=== Section Start ===

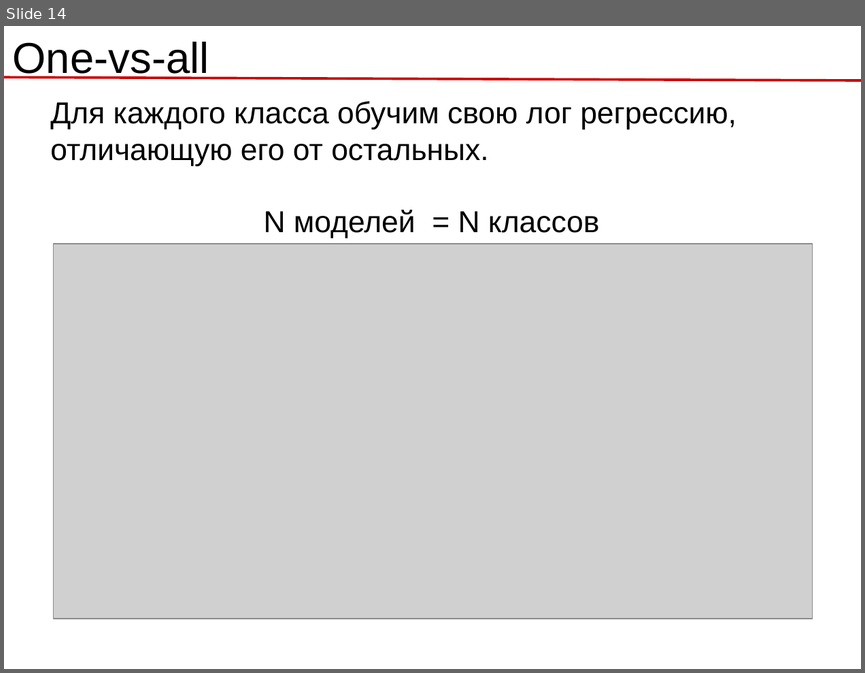
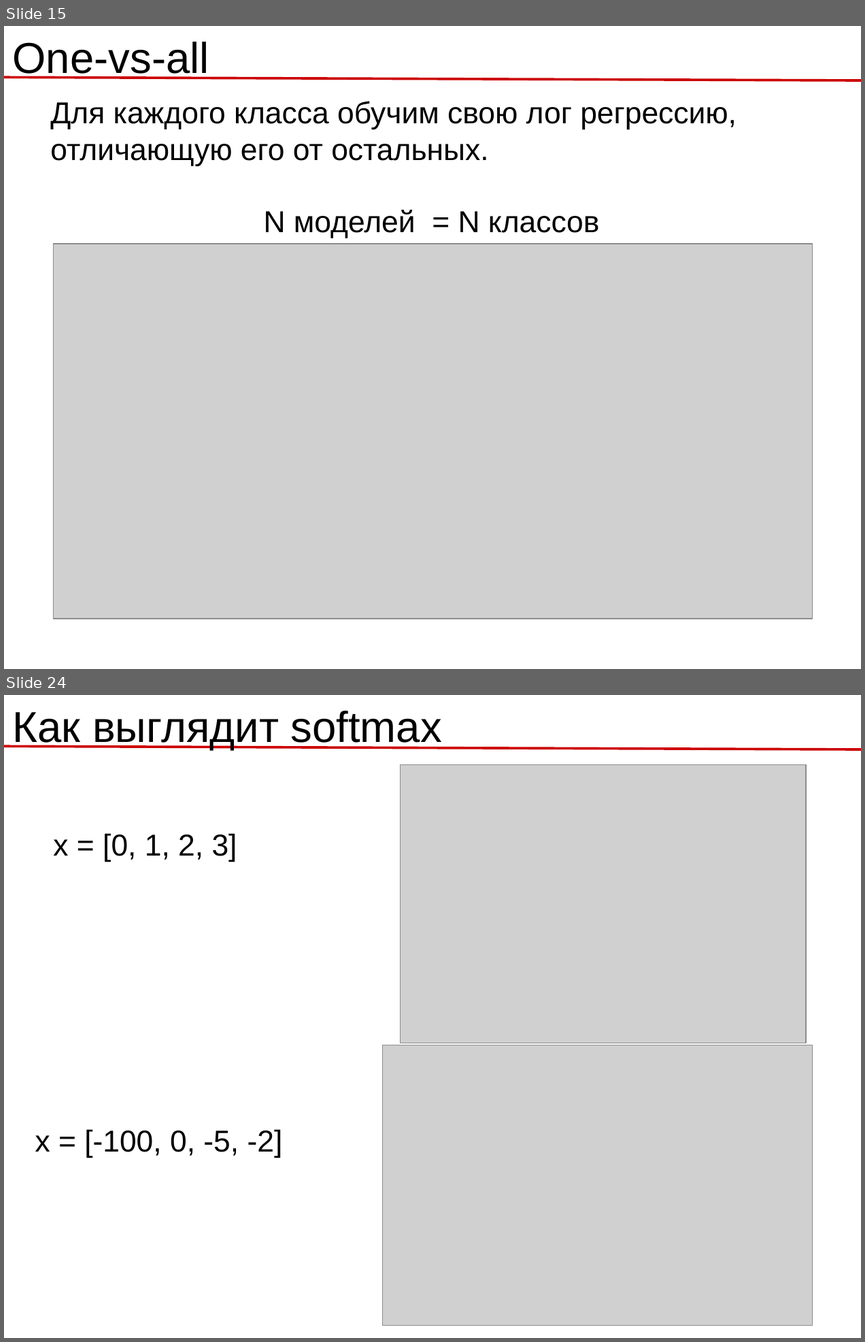
Before and after one commit to rykachevskiy/239, a slide deck: 3.Classification,Logistic_regression/Logistic_regression.odp. Shown one above the other, each under a label of ours: slide 14 before the commit, slides 15 and 24 after it; the slides between them are not shown. The pictures are 865x673 and 865x1342 pixels, drawn with LibreOffice and Linux fonts; fonts in the diff are those of the drawing; grey boxes stand for pictures. Boxes give left, top, right and bottom in pixels: in the first picture for what was removed or moved away, otherwise in the second. Text is boxed around its words. In the diff, an @@ line names an element or a change of style, - is before the commit and + after.

```diff
--- a/3.Classification,Logistic_regression/Logistic_regression.odp
+++ b/3.Classification,Logistic_regression/Logistic_regression.odp
@@ slide 24 added at (x1=4, y1=695, x2=861, y2=1338), background #FFFFFF @@
@@ text added at (x1=13, y1=711, x2=442, y2=750), 40 pt, text #000000 @@
+Как выглядит softmax
@@ line added from (4, 746) to (861, 749), #CC0000 2.3 pt @@
@@ picture added at (x1=400, y1=765, x2=806, y2=1043) @@
@@ text added at (x1=53, y1=833, x2=237, y2=862), 28 pt, text #000000 @@
+x = [0, 1, 2, 3]
@@ picture added at (x1=383, y1=1045, x2=813, y2=1325) @@
@@ text added at (x1=35, y1=1129, x2=283, y2=1157), 28 pt, text #000000 @@
+x = [-100, 0, -5, -2]
@@ what was slide 14 is now slide 15 @@
```
Also in this commit, not shown: 3 slides changed, 12 other slides added, 9 slides removed, 9 other files.

=== Section End ===

WORK INSTRUCTION: What lines in the data above carry "added"? Return them all.

OUTPUT BELOW:
@@ slide 24 added at (x1=4, y1=695, x2=861, y2=1338), background #FFFFFF @@
@@ text added at (x1=13, y1=711, x2=442, y2=750), 40 pt, text #000000 @@
@@ line added from (4, 746) to (861, 749), #CC0000 2.3 pt @@
@@ picture added at (x1=400, y1=765, x2=806, y2=1043) @@
@@ text added at (x1=53, y1=833, x2=237, y2=862), 28 pt, text #000000 @@
@@ picture added at (x1=383, y1=1045, x2=813, y2=1325) @@
@@ text added at (x1=35, y1=1129, x2=283, y2=1157), 28 pt, text #000000 @@
Also in this commit, not shown: 3 slides changed, 12 other slides added, 9 slides removed, 9 other files.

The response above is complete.